(Beginning of Records supplied)

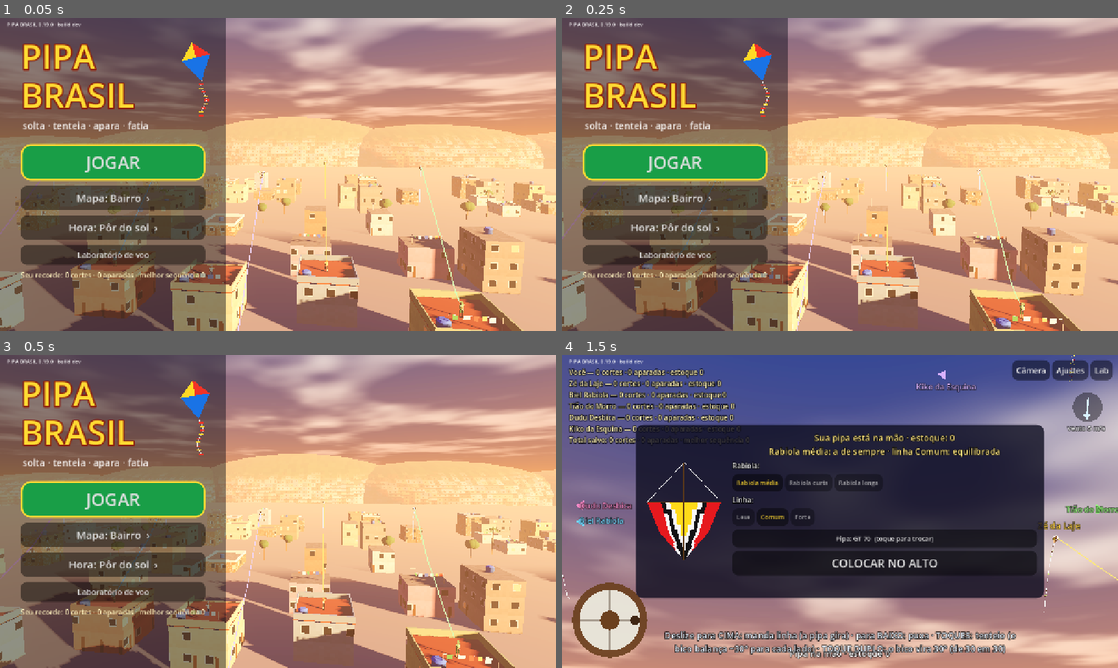
Above: before the commit, frames 1-4 (two rows, left to right).
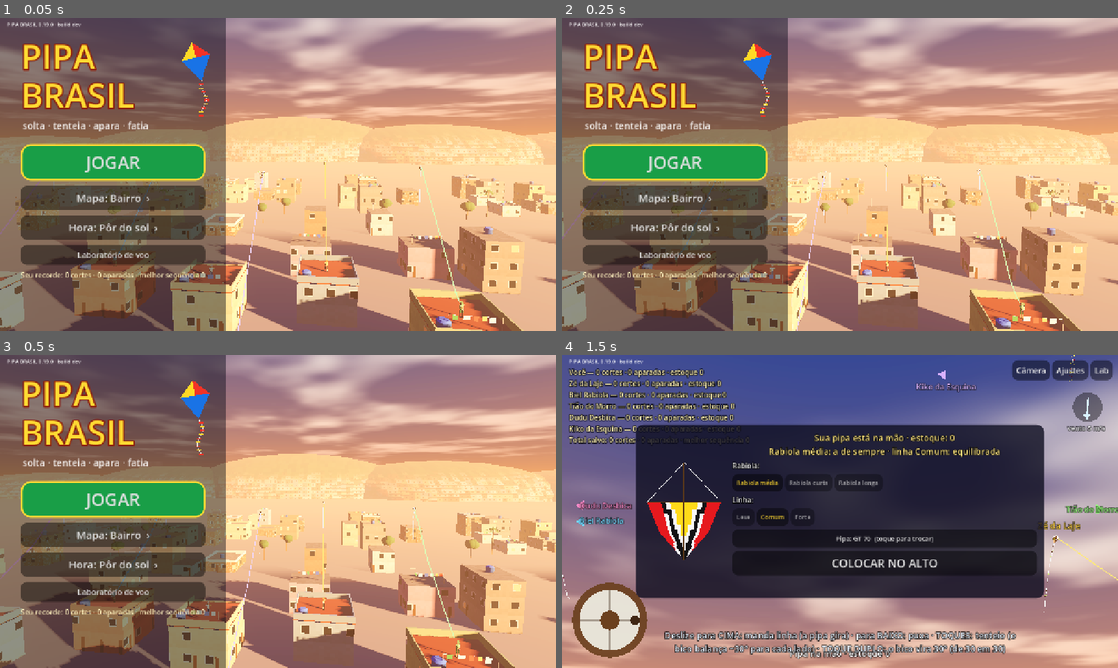
Above: after the commit, the same moments.

Repository: lucaskaeller201-ui/Pipa-Brasil
Game: Godot game, scene res://scenes/main/main.tscn
The game is run twice, just before and just after one commit, with the same random seed, the same clock (stepped at 60 frames per second) and the same inputs.
Inputs:
- Up to frame 1 (0.05 s): no input
- Up to frame 2 (0.25 s): no input
- Up to frame 3 (0.5 s): no input
- Up to frame 4 (1.5 s): click "JOGAR" at 0.5 s; click "Câmera" at 1.25 s

The runs differ from the first frame. In frame 1, 0.2% of the frame differs, in the area x 40-100%, y 46-49%; in frame 2, 0.2%; in frame 3, 0.2%, in the area x 40-100%, y 45-94%; in frame 4, nothing differs.

Commit message:
Chão de terra mais escuro com mato; chão maior até o horizonte
Co-Authored-By: Claude Opus 5.5 <noreply@anthropic.com>
Claude-Session: https://claude.ai/code/session_01VcBVPpGPHbKMkWY2F5CwiY

Diff:
--- a/game/world/ambiente.gd
+++ b/game/world/ambiente.gd
@@ -69,7 +69,7 @@
 	pai.add_child(sol)
 
 	var malha := PlaneMesh.new()
-	malha.size = Vector2(600.0, 600.0)
+	malha.size = Vector2(1600.0, 1600.0)
 	# Chão com ruas, calçadas e terra (D-057); na praia, calçadão e areia.
 	var material := ShaderMaterial.new()
 	material.shader = load("res://game/world/shaders/chao.gdshader")
--- a/game/world/shaders/chao.gdshader
+++ b/game/world/shaders/chao.gdshader
@@ -60,7 +60,9 @@
 		}
 		return;
 	}
-	vec3 terra = mix(vec3(0.42, 0.32, 0.24), vec3(0.55, 0.47, 0.38), n);
+	// terra batida mais escura, com manchas de mato (de dia não fica branca)
+	vec3 terra = mix(vec3(0.3, 0.24, 0.18), vec3(0.4, 0.34, 0.26), n);
+	terra = mix(terra, vec3(0.22, 0.34, 0.14), smoothstep(0.55, 0.72, ruido(p * 0.045 + vec2(7.0, 3.0))) * 0.85);
 	vec3 cor = terra;
 	float rug = 0.95;
 	vec3 r = na_rua(rua_x1, p, true);

(End of Records supplied)

Brief — Pictures excluded, copy the lines exactly from where the material starts to the line with "Co-Authored-By: Claude Opus", inclusive.

Written solution —
Above: before the commit, frames 1-4 (two rows, left to right).
Above: after the commit, the same moments.

Repository: lucaskaeller201-ui/Pipa-Brasil
Game: Godot game, scene res://scenes/main/main.tscn
The game is run twice, just before and just after one commit, with the same random seed, the same clock (stepped at 60 frames per second) and the same inputs.
Inputs:
- Up to frame 1 (0.05 s): no input
- Up to frame 2 (0.25 s): no input
- Up to frame 3 (0.5 s): no input
- Up to frame 4 (1.5 s): click "JOGAR" at 0.5 s; click "Câmera" at 1.25 s

The runs differ from the first frame. In frame 1, 0.2% of the frame differs, in the area x 40-100%, y 46-49%; in frame 2, 0.2%; in frame 3, 0.2%, in the area x 40-100%, y 45-94%; in frame 4, nothing differs.

Commit message:
Chão de terra mais escuro com mato; chão maior até o horizonte
Co-Authored-By: Claude Opus 5.5 <noreply@anthropic.com>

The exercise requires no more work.